When Ed cried, Jane cried, feeling sorrow on his behalf. And looking at Jane, Galen’s eyes welled with tears. I remained dry-eyed that evening, but after we stopped at three in the morning, I fell onto their pull-out couch with a sense that something piercing, like a hawthorn branch, or perhaps the thin bones of a sixth finger, had worked itself out of me.
IN THE MORNING’S BITING RAIN, Jane and Galen and Ed and I drove down to the restaurant below McDonald’s Corners for breakfast—middle of finkin’ nowhere, as Maya would say. All four of us seemed to be moving in some kind of dream state, slow with echoes of music, and fuzzy around the edges with lack of sleep. Our server was a young woman with an old-fashioned attitude t
owards customer service. She took our coats from us at the door and hung them up on a wrought iron hook, and then held her hands out for a second time for our scarves and Jane’s umbrella and Ed’s multi-coloured felt hat.
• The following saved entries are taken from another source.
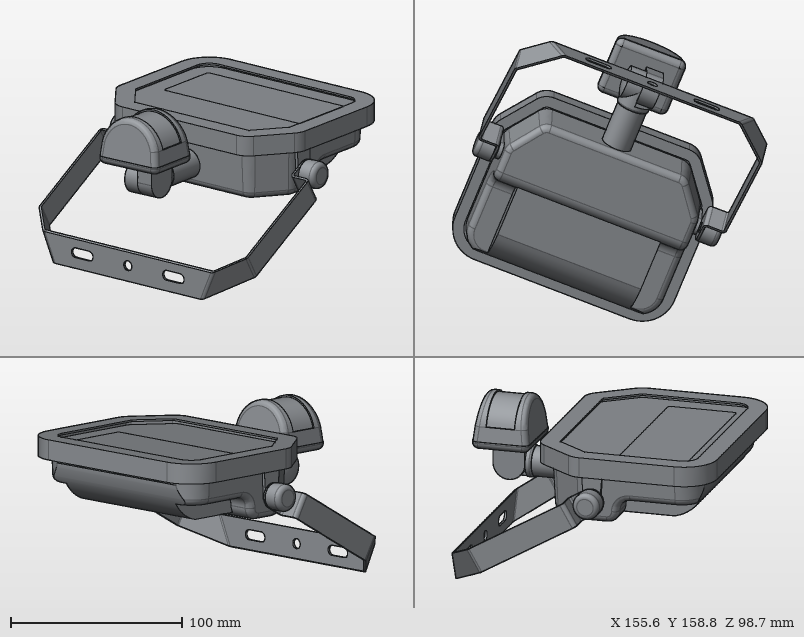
import cadquery as cq
import math


bezel_top = 27.7
bezel_bottom = 15.7
opening_half_width = 57.5
opening_rear = 60.7
opening_front = -25.6
opening_corner_radius = 8.7
chamfer_side_y = -6.0
opening_front_half_width = 42.6
bezel_width = 11.5
bezel_lip = 1.0
glass_depth = 3.8
glass_margin = 5.0
window_half_width = 50.9
window_front = 11.9
window_rear = 53.6
window_corner_radius = 1.8

housing_half_width = 61.8
housing_rear = 65.2
housing_front = -30.0
housing_front_half_width = 45.3
housing_side_y = -7.6
housing_rear_radius = 15.0
housing_front_radius = 9.0
housing_draft = 3.0
housing_bottom = -13.6
housing_edge_radius = 4.0
shelf_z = 0.8
shelf_end_y = 22.5
bulge_half_width = 45.0
bulge_bottom = -10.6
bulge_top = 13.0
bulge_rear = 64.9
bulge_middle = (60.4, -0.3)
bulge_flat_rear = 45.0
bulge_front = 5.0
lug_outer_x = 63.3
lug_root_x = 58.0
lug_half_width = 6.2
lug_end_radius = 5.0

sheet = 1.4
bracket_tilt = 30.0
bracket_half_width = 77.8
strip_width = 15.55
ear_inner_x = 64.3
flange_u = 10.4
corner_u = 77.7
arm_reach = 110.0
bracket_front = -85.6
bend_radius = 1.1
bracket_hole_diameter = 6.0
slot_length = 16.0
slot_offset_x = 34.0
hole_z = -48.8

knob_diameter = 16.09
knob_outer_x = 76.6
knob_edge_radius = 3.0
pin_diameter = 5.8

sensor_roll = 1.0
tube_diameter = 18.0
tube_root = -26.0
knuckle_radius = 9.7
knuckle_y = -66.8
knuckle_left_x = -9.6
knuckle_right_x = 10.5
knuckle_cap_height = 2.2
collar_start = -53.6
collar_edge_radius = 1.2
sensor_y = -69.1
base_half_width = 21.9
base_half_depth = 17.5
base_bottom = 10.2
base_top = 15.0
base_corner_radius = 4.0
base_edge_radius = 3.9
cover_half_width = 21.6
cover_half_depth = 17.2
cover_draft = 6.7
dome_spring_z = 24.0
dome_spring_half_width = 20.5
dome_top = 40.32
cover_edge_radius = 3.5
lens_band_width = 17.3
lens_band_depth = 1.0


def box(x0, x1, y0, y1, z0, z1):
    return cq.Workplane("XY").box(x1 - x0, y1 - y0, z1 - z0, centered=False).translate((x0, y0, z0))


def x_cylinder(radius, x0, x1, y=0.0):
    return cq.Workplane("YZ", origin=(x0, y, 0)).circle(radius).extrude(x1 - x0)


def tube_cylinder(radius, start_y, end_y):
    """Cylinder on the tube axis, running towards -Y."""
    return cq.Workplane("XZ", origin=(0, start_y, 0)).circle(radius).extrude(start_y - end_y)


def mirrored_outline(half):
    """Points of the +X half, followed by their mirror images."""
    return half + [(-x, y) for x, y in reversed(half)]


def lamp_outline(half, rear_radius, front_radius=0.0):
    """Wire of a rectangle with slanted front corners; its rear and front corners can be rounded."""
    plate = cq.Workplane("XY").polyline(mirrored_outline(half)).close().extrude(1)
    if front_radius:
        plate = plate.edges("|Z and (not >Y)").fillet(front_radius)
    plate = plate.edges("|Z and >Y").fillet(rear_radius)
    return plate.faces("<Z").wires().val()


glass_top = bezel_top - glass_depth
opening_wire = lamp_outline(
    [
        (opening_half_width, opening_rear),
        (opening_half_width, chamfer_side_y),
        (opening_front_half_width, opening_front),
    ],
    opening_corner_radius,
)


def opening_prism(margin, bottom, top):
    """Upright prism that follows the bezel opening at an even distance outside it."""
    prism = cq.Workplane("XY").add(opening_wire).toPending()
    if margin:
        prism = prism.offset2D(margin)
    return prism.extrude(top - bottom).translate((0, 0, bottom))


lip_bottom = bezel_top - bezel_lip
bezel = opening_prism(bezel_width, bezel_bottom, bezel_top)
bezel = bezel.cut(opening_prism(glass_margin, bezel_bottom, lip_bottom))
bezel = bezel.cut(opening_prism(0, lip_bottom, bezel_top))

window = box(
    -window_half_width, window_half_width, window_front, window_rear, bezel_bottom, glass_top
)
window = window.edges("|Z").fillet(window_corner_radius)
glass = opening_prism(glass_margin, bezel_bottom, glass_top).cut(window)


def housing_block():
    """Drafted block, widest under the bezel."""
    wire = lamp_outline(
        [
            (housing_half_width, housing_rear),
            (housing_half_width, housing_side_y),
            (housing_front_half_width, housing_front),
        ],
        housing_rear_radius,
        housing_front_radius,
    )
    block = cq.Workplane("XY").add(wire).toPending()
    block = block.extrude(bezel_bottom - housing_bottom, taper=housing_draft)
    return block.mirror("XY").translate((0, 0, bezel_bottom))


def shelf_cutter():
    """Space below the shallow rear part, bounded by an S-curve of two quarter arcs."""
    radius = (shelf_z - housing_bottom) / 2
    diagonal = radius * math.sqrt(0.5)
    middle_y = shelf_end_y - radius
    low_y = middle_y - radius
    middle_z = shelf_z - radius
    return (
        cq.Workplane("YZ")
        .moveTo(housing_rear, shelf_z)
        .lineTo(shelf_end_y, shelf_z)
        .threePointArc((shelf_end_y - diagonal, middle_z + diagonal), (middle_y, middle_z))
        .threePointArc((low_y + diagonal, middle_z - diagonal), (low_y, housing_bottom))
        .lineTo(housing_rear, housing_bottom)
        .close()
        .extrude(housing_half_width, both=True)
    )


def rear_bulge():
    """Narrower block under the shelf, with the rear rounding."""
    return (
        cq.Workplane("YZ")
        .moveTo(bulge_front, bulge_bottom)
        .lineTo(bulge_flat_rear, bulge_bottom)
        .threePointArc(bulge_middle, (bulge_rear, bulge_top))
        .lineTo(bulge_front, bulge_top)
        .close()
        .extrude(bulge_half_width, both=True)
    )


def rear_rounding_cutter():
    """Space behind and below the rear rounding, over the full width."""
    return (
        cq.Workplane("YZ")
        .moveTo(bulge_flat_rear, bulge_bottom)
        .threePointArc(bulge_middle, (bulge_rear, bulge_top))
        .lineTo(housing_rear, bulge_top)
        .lineTo(housing_rear, bulge_bottom)
        .close()
        .extrude(housing_half_width, both=True)
    )


def pivot_lug(side):
    """Tongue hanging from the bezel on one side wall, rounded around the tilt axis."""
    tongue = (
        cq.Workplane("YZ", origin=(lug_root_x, 0, 0))
        .moveTo(-lug_half_width, bezel_bottom)
        .lineTo(-lug_end_radius, 0)
        .threePointArc((0, -lug_end_radius), (lug_end_radius, 0))
        .lineTo(lug_half_width, bezel_bottom)
        .close()
        .extrude(lug_outer_x - lug_root_x)
    )
    return tongue if side > 0 else tongue.mirror("YZ")


def make_housing():
    body = housing_block().cut(shelf_cutter())
    underside = cq.selectors.BoxSelector(
        (-housing_half_width, housing_front, housing_bottom - 1),
        (housing_half_width, housing_rear, shelf_z + 1),
    )
    low_edges = body.edges(underside)
    rim = low_edges.edges("not |X").add(low_edges.edges("|X and (<Y or >Y)"))
    body = rim.fillet(housing_edge_radius)
    body = body.cut(rear_rounding_cutter()).union(rear_bulge())
    for side in (-1, 1):
        body = body.union(pivot_lug(side))
    return body.cut(tube_cylinder(tube_diameter / 2, tube_root, collar_start))


housing = make_housing()


tilt = math.radians(bracket_tilt)
strip_normal = cq.Vector(0, math.sin(tilt), -math.cos(tilt))


def bend_edges(block, u, x):
    """The two edges across the strip at the distance u along the arms and at -x and x."""
    y = -u * math.cos(tilt)
    z = -u * math.sin(tilt)
    near = bend_radius / 2
    edges = block.newObject([])
    for side in (-1, 1):
        spot = cq.selectors.BoxSelector(
            (side * x - near, y - near, z - near), (side * x + near, y + near, z + near)
        )
        edges = edges.add(block.edges(spot))
    return edges


def bracket_block(inset, ear_x, ear_radius, arm_radius):
    """Prism inside one skin of the bent strip; inset is the skin's depth below the outside."""
    corner_x = bracket_half_width - inset
    slant = math.cos(tilt)
    slant_angle = math.atan(slant)
    slant_start = corner_u - inset * math.tan(slant_angle / 2)
    end_x = corner_x - slant * (arm_reach - slant_start)
    half = [
        (ear_x, 0),
        (ear_x, flange_u + inset),
        (corner_x, flange_u + inset),
        (corner_x, slant_start),
        (end_x, arm_reach),
    ]
    plane = cq.Plane(origin=(0, 0, 0), xDir=(1, 0, 0), normal=strip_normal.toTuple())
    block = cq.Workplane(plane).polyline(mirrored_outline(half)).close()
    block = block.extrude(strip_width / 2, both=True)
    block = bend_edges(block, flange_u + inset, ear_x).fillet(ear_radius)
    block = bend_edges(block, flange_u + inset, corner_x).fillet(arm_radius)
    block = bend_edges(block, slant_start, corner_x).fillet(arm_radius)
    front = bracket_front + inset
    block = block.cut(box(-corner_x, corner_x, front - arm_reach, front, -arm_reach, arm_reach))
    return block.faces("<Y").edges("not |X").fillet(arm_radius)


def make_bracket():
    ear_outer_x = ear_inner_x + sheet
    outside_radius = bend_radius + sheet
    outer = bracket_block(0, ear_outer_x, bend_radius, outside_radius)
    inner = bracket_block(sheet, ear_inner_x, outside_radius, bend_radius)
    strip = outer.cut(inner)
    for side in (-1, 1):
        ends = sorted((side * ear_inner_x, side * ear_outer_x))
        strip = strip.union(x_cylinder(strip_width / 2, *ends))
    strip = strip.cut(x_cylinder(bracket_hole_diameter / 2, -bracket_half_width, bracket_half_width))
    plate = cq.Workplane("XZ", origin=(0, bracket_front + 2 * sheet, hole_z))
    strip = strip.cut(plate.circle(bracket_hole_diameter / 2).extrude(3 * sheet))
    slots = plate.pushPoints([(-slot_offset_x, 0), (slot_offset_x, 0)])
    return strip.cut(slots.slot2D(slot_length, bracket_hole_diameter).extrude(3 * sheet))


bracket = make_bracket()


def make_knob(side):
    """Round knob with a pin that passes through the bracket ear to the housing lug."""
    knob_inner_x = ear_inner_x + sheet
    knob = x_cylinder(knob_diameter / 2, knob_inner_x, knob_outer_x)
    knob = knob.faces(">X").edges().fillet(knob_edge_radius)
    knob = knob.union(x_cylinder(pin_diameter / 2, lug_outer_x, knob_inner_x))
    return knob if side > 0 else knob.mirror("YZ")


knobs = [make_knob(side) for side in (-1, 1)]


def roll(body):
    return body.rotate((0, 0, 0), (0, 1, 0), -sensor_roll)


def knuckle_cap():
    """Shallow spherical cap on the free end of the arm knuckle."""
    sphere_radius = (knuckle_radius**2 + knuckle_cap_height**2) / (2 * knuckle_cap_height)
    center_x = knuckle_left_x - knuckle_cap_height + sphere_radius
    ball = cq.Workplane("XY").sphere(sphere_radius).translate((center_x, knuckle_y, 0))
    return ball.intersect(
        x_cylinder(knuckle_radius, knuckle_left_x - knuckle_cap_height, knuckle_left_x, knuckle_y)
    )


def make_arm():
    knuckle_rear = knuckle_y + knuckle_radius
    collar = tube_cylinder(knuckle_radius, collar_start, knuckle_rear)
    collar = collar.faces(">Y").edges().fillet(collar_edge_radius)
    left_half = box(
        knuckle_left_x, 0, knuckle_y, knuckle_rear, -knuckle_radius, knuckle_radius
    )
    neck = tube_cylinder(knuckle_radius, knuckle_rear, knuckle_y).intersect(left_half)
    return (
        collar.union(tube_cylinder(tube_diameter / 2, tube_root, collar_start))
        .union(neck)
        .union(x_cylinder(knuckle_radius, knuckle_left_x, 0, knuckle_y))
        .union(knuckle_cap())
    )


def make_sensor_base():
    """Rounded tray under the sensor cover, with the knuckle that meets the arm."""
    tray = box(
        -base_half_width, base_half_width,
        sensor_y - base_half_depth, sensor_y + base_half_depth,
        base_bottom, base_top,
    )
    tray = tray.edges("|Z").fillet(base_corner_radius)
    tray = tray.faces("<Z").edges().fillet(base_edge_radius)
    riser = box(
        0, knuckle_right_x, knuckle_y - knuckle_radius, knuckle_y + knuckle_radius, 0, base_bottom
    )
    return tray.union(riser).union(x_cylinder(knuckle_radius, 0, knuckle_right_x, knuckle_y))


def dome_profile():
    """Cover section: slanted sides below an arc."""
    return (
        cq.Workplane("XZ", origin=(0, sensor_y, 0))
        .moveTo(-cover_half_width, base_top)
        .lineTo(-dome_spring_half_width, dome_spring_z)
        .threePointArc((0, dome_top), (dome_spring_half_width, dome_spring_z))
        .lineTo(cover_half_width, base_top)
        .close()
    )


def lens_band():
    """Groove over the dome that leaves a ledge on top of the slanted sides."""
    tool = (
        cq.Workplane("XZ", origin=(0, sensor_y, 0))
        .moveTo(-cover_half_width, dome_spring_z)
        .lineTo(-cover_half_width, dome_top)
        .lineTo(cover_half_width, dome_top)
        .lineTo(cover_half_width, dome_spring_z)
        .lineTo(dome_spring_half_width - lens_band_depth, dome_spring_z)
        .threePointArc((0, dome_top - lens_band_depth),
                       (lens_band_depth - dome_spring_half_width, dome_spring_z))
        .close()
    )
    return tool.extrude(lens_band_width / 2, both=True)


def make_sensor_cover():
    lean = (dome_top - base_top) * math.tan(math.radians(cover_draft))
    side_profile = [
        (sensor_y - cover_half_depth, base_top),
        (sensor_y + cover_half_depth, base_top),
        (sensor_y + cover_half_depth - lean, dome_top),
        (sensor_y - cover_half_depth + lean, dome_top),
    ]
    envelope = cq.Workplane("YZ").polyline(side_profile).close().extrude(cover_half_width, both=True)
    cover = dome_profile().extrude(cover_half_depth, both=True).intersect(envelope)
    ends = cover.faces("<Y or >Y").edges("not <Z")
    cover = ends.fillet(cover_edge_radius)
    return cover.cut(lens_band())


arm = roll(make_arm())
sensor_base = roll(make_sensor_base())
sensor_cover = roll(make_sensor_cover())

result = cq.Compound.makeCompound(
    [
        housing.val(),
        bezel.val(),
        glass.val(),
        window.val(),
        bracket.val(),
        *[knob.val() for knob in knobs],
        arm.val(),
        sensor_base.val(),
        sensor_cover.val(),
    ]
)

“Wet day,” she said as she showed us to a table overlooking the lake. “But it’s amazing: the lake is already opening up.” I followed her overly hopeful gaze outside, where thin sheets of water covered the frozen lake.
“An ice sandwich,” Jane observed.
“The lake: my heart,” said Ed. Everyone could tell he was drawing an analogy.
When we’d looked at our breakfast choices for a while without any noticeable effect, Ed waved the young waitress over again and told her we’d all like to have whatever the cook recommended, and we gave the menus back with relief, as if a crisis of some kind had been averted.
“I might be too tired to be hungry,” said Galen, and it was easy to believe that this might be true, the way gravity was pulling at the skin under his eyes. He hadn’t shaved—none of us guys had—and he ran the palm of his hand repeatedly across his emerging whiskers.
“We’re getting too old to stay up that late,” said Jane, shaking her head. Though we knew the drain of the previous evening hadn’t been just about late. We all stared bleakly out the window for a while—two cars drove by, and a bundled woman walked by with a dog on a rope, both soaked to the skin—and the three guys a few tables over, the only other folks in the restaurant, talked about taping hockey sticks in energetic voices. A fourth kept getting up from the table and disappearing from view for a while, and when he rejoined them they’d summarize their discussion from the past ten minutes for his benefit.
“It’s a happening place,” observed Ed.
Our breakfast arrived: four mountainous plates of pancakes, sausages, and beans. Real butter in a flowered dish. Real maple syrup, served in a jar with a ladle. Four steaming coffees—and naturally Ed sent his back to get tea.